Exercise 2 — Compound of 3 Cubes The object on the left tower is a compound of three concentric cubes. To make it, create three cubes, and rotate one 45 degrees on the X-axis, rotate the second 45 degrees on the Y-axis, and rotate the third 45 degrees on the Z-axis. To get just the outer surface, take their Boolean union. M.C. Escher, Waterfall
Exercise 3 — Octahedron Method: Start with a 4-row, 4-wedge sphere, and keep only the six points on the axes: • Create 4,4, sphere • Right-click to change from selecting objects to selecting vertices, edges, or faces. • Delete the edges you don’t need. • Delete the vertices you don’t need. • Save your octahedron for later. (We will make it again by another technique in Exercise 5 below.)
Exercise 4 — Octahedron Variations Compound with cube requires proper scaling. “Stella Octangula” can be made by “poking” an octahedron
Octahedron Variations, Continued “Truncated octahedron” has regular hexagons. (How much chamfer?) Chamfer 50% to get “cuboctahedron”
Exercise 5 — Tetrahedron & Variations • Triangulate cube • Flip edges as necessary so the six diagonals of the squares are tetrahedron edges. • Delete 4 vertices not on tetrahedron with Edit Polygons | Delete vertex • (Save file for later) • Duplicate, 90 degrees rotated, to make “Stella Octangula” a new way. • Intersect two tetrahedra to make octahedron a new way.
Exercise 6 — Rhombic Dodecahedron • Poke cube to height which makes adjacent triangles merge into rhombi. • Delete the twelve edges of the original cube. • Poke it to make a “stellated rhombic dodecahedron”, which is the object on the right-side tower in Escher’s Waterfall.
Exercise 7 — Framework of Cube • Subtract from a cube three scaled cubes, to leave just the edges of the original cube. Below is the first step: You can subtract out a fourth cube so the interior of the corners looks like this:
Exercise 8 — Dodecahedron Intersection of 6 slabs. (“slab” = “cube” which is short along one axis.) Each slab is given a 31.7 degree rotation about some axis: • 2 X-axis slabs, rotated +/-31.7 deg along Y • 2 Y-axis slabs, rotated +/-31.7 deg along Z • 2 Z-axis slabs, rotated +/- 31.7 deg along X Then save, chamfer, bevel, and poke it:
Exercise 8 1/2 — Warm-up Here is another way to make the octahedron, starting from a cube. It is good practice of a technique you will use in the next exercise to make an icosahedron from the dodecahedron: • Poke cube to create a vertex in center of each face. • Edit Polygons / Texture / Merge UVs, (which allows flips in the next step). • Flip edges of original cube to become octahedron edges.
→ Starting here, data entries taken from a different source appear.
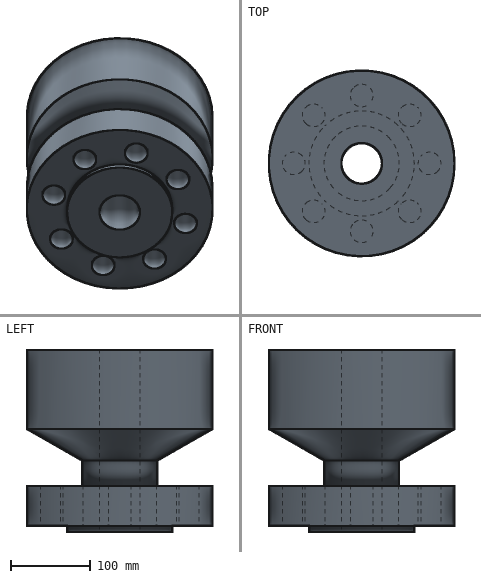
import cadquery as cq

outer_diameter = 234.9
drum_height = 99.8
cone_height = 40.0

neck_diameter = 95.0
neck_height = 32.2

flange_thickness = 50.5
face_diameter = 133.0
face_height = 7.8
bolt_count = 8
bolt_circle_diameter = 171.5
bolt_hole_diameter = 28.7

bore_diameter = 51.0

flange_bottom = face_height
flange_top = flange_bottom + flange_thickness
neck_top = flange_top + neck_height
cone_top = neck_top + cone_height
drum_top = cone_top + drum_height


def turned_body():
    """Revolve the half profile, bore included, about the Z axis."""
    bore_radius = bore_diameter / 2
    outer_radius = outer_diameter / 2
    neck_radius = neck_diameter / 2
    face_radius = face_diameter / 2
    profile = [
        (bore_radius, 0),
        (face_radius, 0),
        (face_radius, flange_bottom),
        (outer_radius, flange_bottom),
        (outer_radius, flange_top),
        (neck_radius, flange_top),
        (neck_radius, neck_top),
        (outer_radius, cone_top),
        (outer_radius, drum_top),
        (bore_radius, drum_top),
    ]
    return cq.Workplane("XZ").polyline(profile).close().revolve(360, (0, 0, 0), (0, 1, 0))


def bolt_holes():
    """Ring of through holes in the flange only."""
    return (
        cq.Workplane("XY", origin=(0, 0, flange_bottom))
        .polarArray(bolt_circle_diameter / 2, 0, 360, bolt_count)
        .circle(bolt_hole_diameter / 2)
        .extrude(flange_thickness)
    )


result = turned_body().cut(bolt_holes())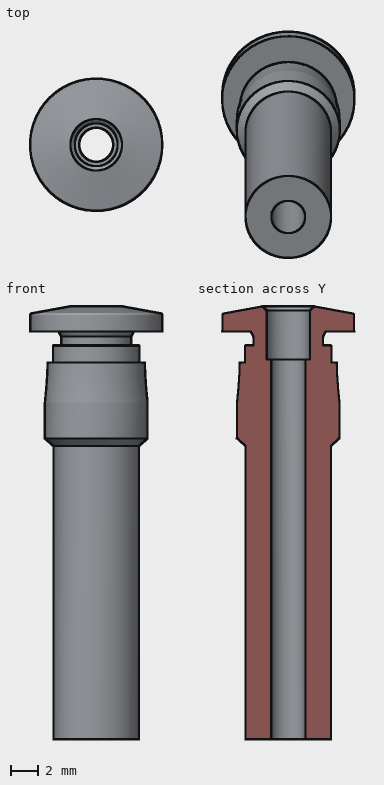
import cadquery as cq

total_height = 32.0
rim_top = 31.5
head_bottom = 30.1
collar_top = 29.12
sleeve_top = 27.85
taper_bottom = 24.85
sleeve_straight_bottom = 22.25
sleeve_bottom = 21.65

head_radius = 9.8 / 2
neck_radius = 5.2 / 2
collar_radius = 6.4 / 2
sleeve_radius = 7.6 / 2
sleeve_top_radius = 7.2 / 2
stem_radius = 6.35 / 2

rim_round = 0.2
neck_flare_width = 0.2
neck_flare_height = 0.35
collar_chamfer = 0.05
sleeve_hollow = 0.03

bore_radius = 2.5 / 2
counterbore_radius = 3.17 / 2
counterbore_depth = 3.95
mouth_chamfer = 0.32

counterbore_floor = total_height - counterbore_depth
mouth_radius = counterbore_radius + mouth_chamfer
taper_middle = (
    (sleeve_radius + sleeve_top_radius) / 2 - sleeve_hollow,
    (taper_bottom + sleeve_top) / 2,
)
rim_round_middle = (
    head_radius - rim_round * (1 - 0.5 ** 0.5),
    rim_top - rim_round * (1 - 0.5 ** 0.5),
)

half_section = (
    cq.Workplane("XZ")
    .moveTo(bore_radius, 0)
    .lineTo(stem_radius, 0)
    .lineTo(stem_radius, sleeve_bottom)
    .lineTo(sleeve_radius, sleeve_straight_bottom)
    .lineTo(sleeve_radius, taper_bottom)
    .threePointArc(taper_middle, (sleeve_top_radius, sleeve_top))
    .lineTo(collar_radius, sleeve_top)
    .lineTo(collar_radius, collar_top - collar_chamfer)
    .lineTo(collar_radius - collar_chamfer, collar_top)
    .lineTo(neck_radius, collar_top)
    .lineTo(neck_radius, head_bottom - neck_flare_height)
    .lineTo(neck_radius + neck_flare_width, head_bottom)
    .lineTo(head_radius, head_bottom)
    .lineTo(head_radius, rim_top - rim_round)
    .threePointArc(rim_round_middle, (head_radius - rim_round, rim_top))
    .lineTo(mouth_radius, total_height)
    .lineTo(counterbore_radius, total_height - mouth_chamfer)
    .lineTo(counterbore_radius, counterbore_floor)
    .lineTo(bore_radius, counterbore_floor)
    .close()
)

result = half_section.revolve(360, (0, 0, 0), (0, 1, 0))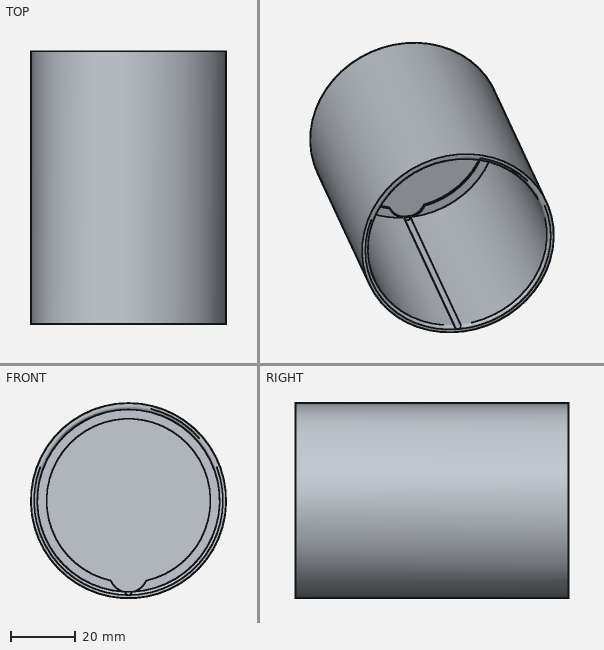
import cadquery as cq

length = 84.9
outer_radius = 30.4
bore_radius = 28.4
mouth_fillet = 1.0
floor_thickness = 2.0

recess_radius = 25.5
recess_depth = 1.0
notch_radius = 5.95
notch_center_z = -22.6

groove_radius = 1.0

front_y = -length / 2
floor_y = length / 2 - floor_thickness


def cylinder(radius, start_y, depth, center_z=0.0):
    """Cylinder along +Y from start_y, centred at X = 0."""
    return cq.Workplane(cq.Solid.makeCylinder(
        radius, depth, cq.Vector(0, start_y, center_z), cq.Vector(0, 1, 0)))


def make_body():
    """Plain cup with its mouth rounded on the inside edge."""
    cup = cylinder(outer_radius, front_y, length)
    cup = cup.cut(cylinder(bore_radius, front_y, length - floor_thickness))
    inner_rim = cq.selectors.RadiusNthSelector(0)
    return cup.faces("<Y").edges(inner_rim).fillet(mouth_fillet)


def make_recess():
    """Floor recess with its notch, kept within the bore radius."""
    disc = cylinder(recess_radius, floor_y, recess_depth)
    notch = cylinder(notch_radius, floor_y, recess_depth, notch_center_z)
    limit = cylinder(bore_radius, floor_y, recess_depth)
    return disc.union(notch.intersect(limit))


def make_groove():
    """Half-round groove centred on the bore wall, from the mouth to the cup floor."""
    return cylinder(groove_radius, front_y, floor_y - front_y, -bore_radius)


result = make_body().cut(make_recess()).cut(make_groove())

This makes the stella octangula again. • Delete original cube vertices.
Exercise 9 — Icosahedron • Poke dodecahedron to create vertex in center of each face. • Edit Polygons / Texture / Merge UVs • Flip edges of original dodecahedron to become icosahedron edges • Delete original dodecahedron vertices. Then save, chamfer, bevel, poke:
Exercise 10 — Edge Models • Duplicate the form • Scale one to be 10% smaller. • Use Extrude Face tool to build out a prism on all faces of the smaller one. • Take their Boolean difference.